La plupart des gens reconnaissent qu'il peut être difficile de faire le deuil d'un conjoint ou d'un enfant, et sont désireux d'offrir le soutien nécessaire pour aider à traverser cette épreuve accablante. Une oreille attentive, une épaule chaleureuse, un geste de solidarité, une parole réconfortante : voilà autant de façons d'être présent pour soutenir un endeuillé.
Il en va autrement quand le deuil affecte une personne qui n'avait pas de lien officiel avec le défunt, mais qui entretenait tout de même une relation significative, tels un patron, un voisin, un professeur, un collègue...
Bien que pour ces personnes l'impact du deuil soit de toute autre nature, il n'en tient pas moins que la perte est réelle et qu'elle suscite aussi une variété d'émotions qui peuvent troubler. Toutefois, il y a un certain inconfort à en faire part à autrui. Sachant que leur chagrin risque d'être incompris, ces personnes garderont pour elles leur blessure.
Quand on a de la peine, on a le droit d'être écouté, d'être consolé. Bien souvent, le fait de pouvoir en parler à quelqu'un soulage. Alors si quelqu'un vous fait suffisamment confiance pour se confier, il suffit souvent de bien peu de choses pour l'aider, il suffit simplement d'accueillir le chagrin sans le juger.
Deuil d'un voisin
À la cinquantaine avancée, j’ai déménagé à la campagne pour y prendre ma retraite. Dès les premiers jours, j’ai été charmé par mon nouveau voisin, un homme âgé. Rapidement, je me suis lié d’amitié pour ce vieil homme toujours souriant qui ne ménageait par ses efforts pour apporter un coup de main au citadin que j’étais. C’était un homme habitué à la vie de campagne qui, en plus de sa forme physique impressionnante, avait toujours de judicieux conseils à prodiguer.

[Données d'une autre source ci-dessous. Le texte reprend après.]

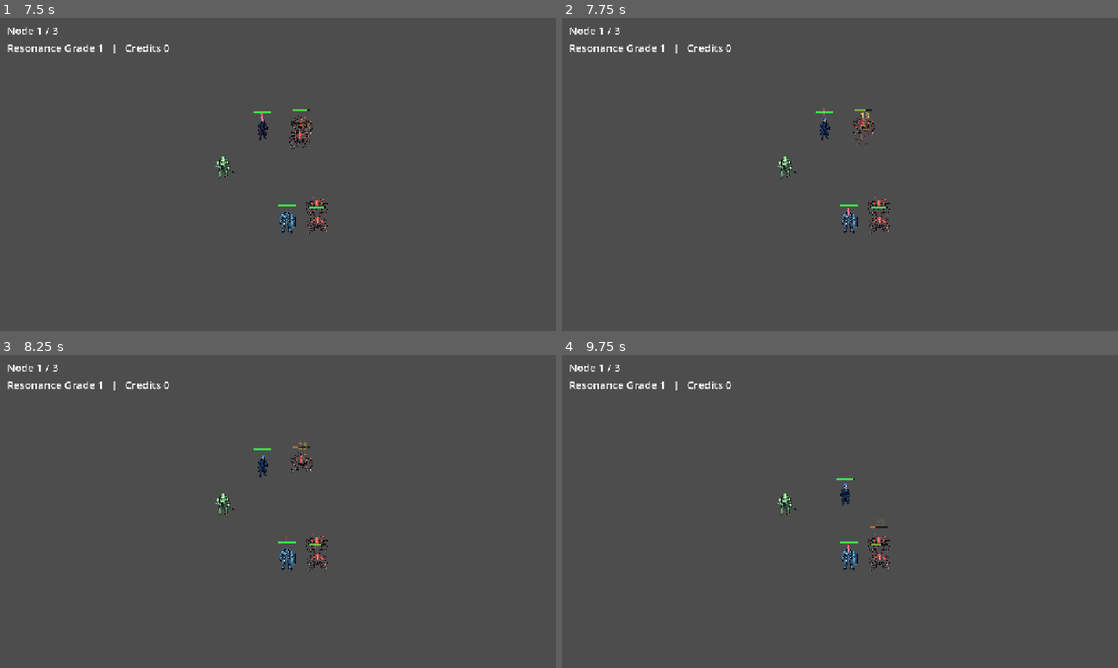
Above: before the commit, frames 1-4 (two rows, left to right).
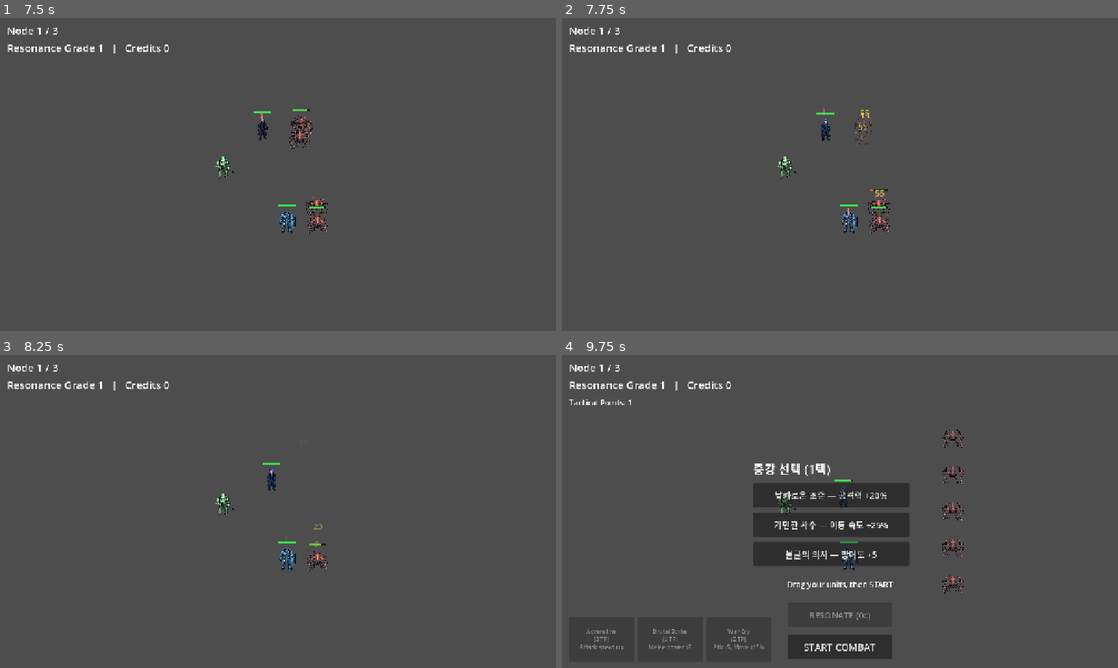
Above: after the commit, the same moments.

Repository: Hwari2929/PROTOCOL-ERRANTEs
Game: Godot game, scene res://scenes/main.tscn
The game is run twice, just before and just after one commit, with the same random seed, the same clock (stepped at 60 frames per second) and the same inputs.
Inputs (mouse positions are in pixels of both pictures, inside the frame that each line leads up to):
- Up to frame 1 (7.5 s): click "START COMBAT" at 0.5 s; click "START COMBAT" at 1.25 s; click "CONFIRM" at 2 s; click "Plating (1 TP) Armor +4" at 2.75 s; click "START COMBAT" at 3.5 s; move the mouse to (400, 158) at 4.27 s; click (400, 158) at 4.42 s; drag from (166, 190) to (250, 237) at 5.02 s; move the mouse to (333, 105) at 5.77 s; click (333, 105) at 5.92 s; drag from (250, 237) to (111, 127) at 6.52 s; move the mouse to (444, 221) at 7.27 s; click (444, 221) at 7.42 s
- Up to frame 2 (7.75 s): no input
- Up to frame 3 (8.25 s): drag from (111, 464) to (194, 433) at 8.02 s
- Up to frame 4 (9.75 s): move the mouse to (867, 511) at 8.77 s; click (867, 511) at 8.92 s; click (840, 614) at 9.5 s, where only the run after the commit has a clickable "RESONATE (12c)"

Frame 1 is identical in both runs. In frame 2, 0.3% of the frame differs, in the area x 45-59%, y 29-58%; in frame 3, 0.4%; in frame 4, 8.8%, in the area x 1-73%, y 14-98%.

Commit message:
feat(skills): distinct skill mechanics + skill_power scaling [opus]
- unit.skill_power multiplier on skill magnitude; reworked skills:
  nova (AoE), volley (3 nearest targets), fortify (armor + self-heal), rally, mend — all scale skill_power
- ClassData: skill_power_mult mod key; skill-themed inhesion tiers (suppressor/purifier) raise it
- verified: suppressor skill_power 1.0->1.44 via inhesion; run winnable, normal nodes snappier, boss still climax

Co-Authored-By: Claude Opus 4.8 <noreply@anthropic.com>

Diff:
--- a/scripts/battle/class_data.gd
+++ b/scripts/battle/class_data.gd
@@ -36,8 +36,8 @@
 		"base": {"attack_mult": 1.25, "attack_interval_mult": 0.95},
 		"subclasses": {
 			"suppressor": {"label": "제압자", "tiers": [
-				{"attack_mult": 1.20, "skill_cd_mult": 0.90},
-				{"attack_add": 6},
+				{"attack_mult": 1.20, "skill_cd_mult": 0.90, "skill_power_mult": 1.25},
+				{"attack_add": 6, "skill_power_mult": 1.15},
 				{"attack_mult": 1.20, "attack_range_add": 40.0},
 			]},
 			"tracker": {"label": "추적자", "tiers": [
@@ -89,8 +89,8 @@
 				{"skill_cd_mult": 0.85, "armor_add": 3},
 			]},
 			"purifier": {"label": "정화자", "tiers": [
-				{"attack_mult": 1.20},
-				{"attack_add": 4, "skill_cd_mult": 0.90},
+				{"attack_mult": 1.20, "skill_power_mult": 1.20},
+				{"attack_add": 4, "skill_cd_mult": 0.90, "skill_power_mult": 1.20},
 				{"attack_mult": 1.20, "max_hp_mult": 1.10},
 			]},
 		},
@@ -156,3 +156,5 @@
 		u.set("attack_range", float(u.get("attack_range")) + float(mods["attack_range_add"]))
 	if mods.has("skill_cd_mult"):
 		u.set("skill_cd", maxf(0.5, float(u.get("skill_cd")) * float(mods["skill_cd_mult"])))
+	if mods.has("skill_power_mult"):
+		u.set("skill_power", float(u.get("skill_power")) * float(mods["skill_power_mult"]))
--- a/scripts/battle/unit.gd
+++ b/scripts/battle/unit.gd
@@ -29,6 +29,7 @@
 
 var skill_cd: float = 0.0
 var skill_timer: float = 0.0
+var skill_power: float = 1.0       # multiplier on skill magnitude (inhesion/cards scale it)
 
 var _attack_timer: float = 0.0
 var _is_dragging: bool = false
@@ -163,16 +164,16 @@
 # ── Active skills (dispatched by class = sprite_id) ──
 func _use_skill() -> void:
 	match sprite_id:
-		"protagonist":
-			_skill_nova(int(round(float(attack) * 1.5)), 240.0)
-		"ranger":
-			_skill_volley(attack * 3)
-		"vanguard":
-			armor += 4
-		"commander":
-			_skill_rally(3)
-		"medic":
-			_skill_mend(int(round(float(max_hp) * 0.18)) + 10)
+		"protagonist":   # Nova — AoE burst to nearby enemies
+			_skill_nova(int(round(float(attack) * 1.6 * skill_power)), 250.0)
+		"ranger":        # Volley — burst on the 3 nearest enemies
+			_skill_volley(int(round(float(attack) * 2.2 * skill_power)), 3)
+		"vanguard":      # Fortify — gain armor + patch self up
+			_skill_fortify()
+		"commander":     # Rally — permanently raise allies' attack
+			_skill_rally(maxi(1, int(round(3.0 * skill_power))))
+		"medic":         # Mend — heal the lowest-HP ally
+			_skill_mend(int(round((float(max_hp) * 0.18 + 12.0) * skill_power)))
 	_skill_pulse()
 
 func _skill_nova(dmg: int, radius: float) -> void:
@@ -180,10 +181,23 @@
 		if global_position.distance_to(n.global_position) <= radius:
 			n.take_damage(dmg)
 
-func _skill_volley(dmg: int) -> void:
-	var t: Node2D = acquire_target()
-	if t != null:
-		t.take_damage(dmg)
+## Hit the `max_targets` nearest enemies.
+func _skill_volley(dmg: int, max_targets: int) -> void:
+	var enemies: Array = _units_on(false)
+	enemies.sort_custom(func(a, b): return global_position.distance_to(a.global_position) < global_position.distance_to(b.global_position))
+	var hit: int = 0
+	for n in enemies:
+		if hit >= max_targets:
+			break
+		n.take_damage(dmg)
+		hit += 1
+
+## Gain armor and patch up (frontline sustain).
+func _skill_fortify() -> void:
+	armor += 4
+	var healed: int = int(round(float(max_hp) * 0.10 * skill_power))
+	hp = mini(max_hp, hp + healed)
+	queue_redraw()
 
 func _skill_rally(amount: int) -> void:
 	for n in _units_on(true):

Au fil des années, nous nous découvrîmes de nombreuses affinités et le plaisir de sa compagnie alla toujours en grandissant. N’ayant pas de relations harmonieuses avec mon père, cet homme était pour moi l’image du père dont j’avais toujours rêvé. D’ailleurs, sans doute l’avait-il compris, car il avait pris l’habitude de m’appeler fiston.
Lorsque la maladie vint le frapper et que je le vis dépérir graduellement, j’eus l’élan qu’un fils reconnaissant peut avoir envers un père aimant. Malgré les limitations que son état de santé provoqua, je continuais de lui offrir de m’accompagner lorsque j’allais en forêt. Évidemment, cela signifiait marcher plus lentement et le soutenir au besoin, mais l’idée de l’en priver ne m’effleura même pas.
Puis, quand vint le jour où même quelques pas devinrent trop pour lui, je pris l’habitude de le visiter quotidiennement. J’essayais d’égayer sa journée autant que je le pouvais, mais ça me brisait le cœur de constater que ses dernières joies l’avaient quitté.
La dernière semaine avant qu’il ne meure fut très pénible pour moi. Ayant demandé à mourir chez lui, sa famille se relayait pour être à son chevet. N’étant qu’un simple voisin, il n’était pas question que j’aille m’imposer. Néanmoins, deux ou trois jours avant sa mort, il s’est étonné de ne pas me voir à ses côtés. Sa fille aînée vint donc me proposer d’aller le saluer une dernière fois. Hélas, j’en fus incapable, car j’aurais pleuré devant sa famille comme peut pleurer un fils, et personne n’aurait compris… à part lui peut-être. Alors, je suis resté chez moi.
À son décès, je suis allé au salon en coup de vent. Je voulais simplement, sans que rien n’y paraisse, le remercier pour tout ce qu’il m’avait apporté.
Aujourd’hui, sa maison est vendue, j’ai de nouveaux voisins que je ne connais pas et qui me laissent froid. Mais chaque fois que je travaille sur mon terrain, j’ai une pensée pour lui. Je sais bien que de là où il est, mes pensées ne doivent pas peser beaucoup dans la balance. Sa femme et ses enfants doivent passer bien avant moi. Cependant, je n’ai rien d’autre à lui offrir, et ça m’aide à ne pas l’oublier.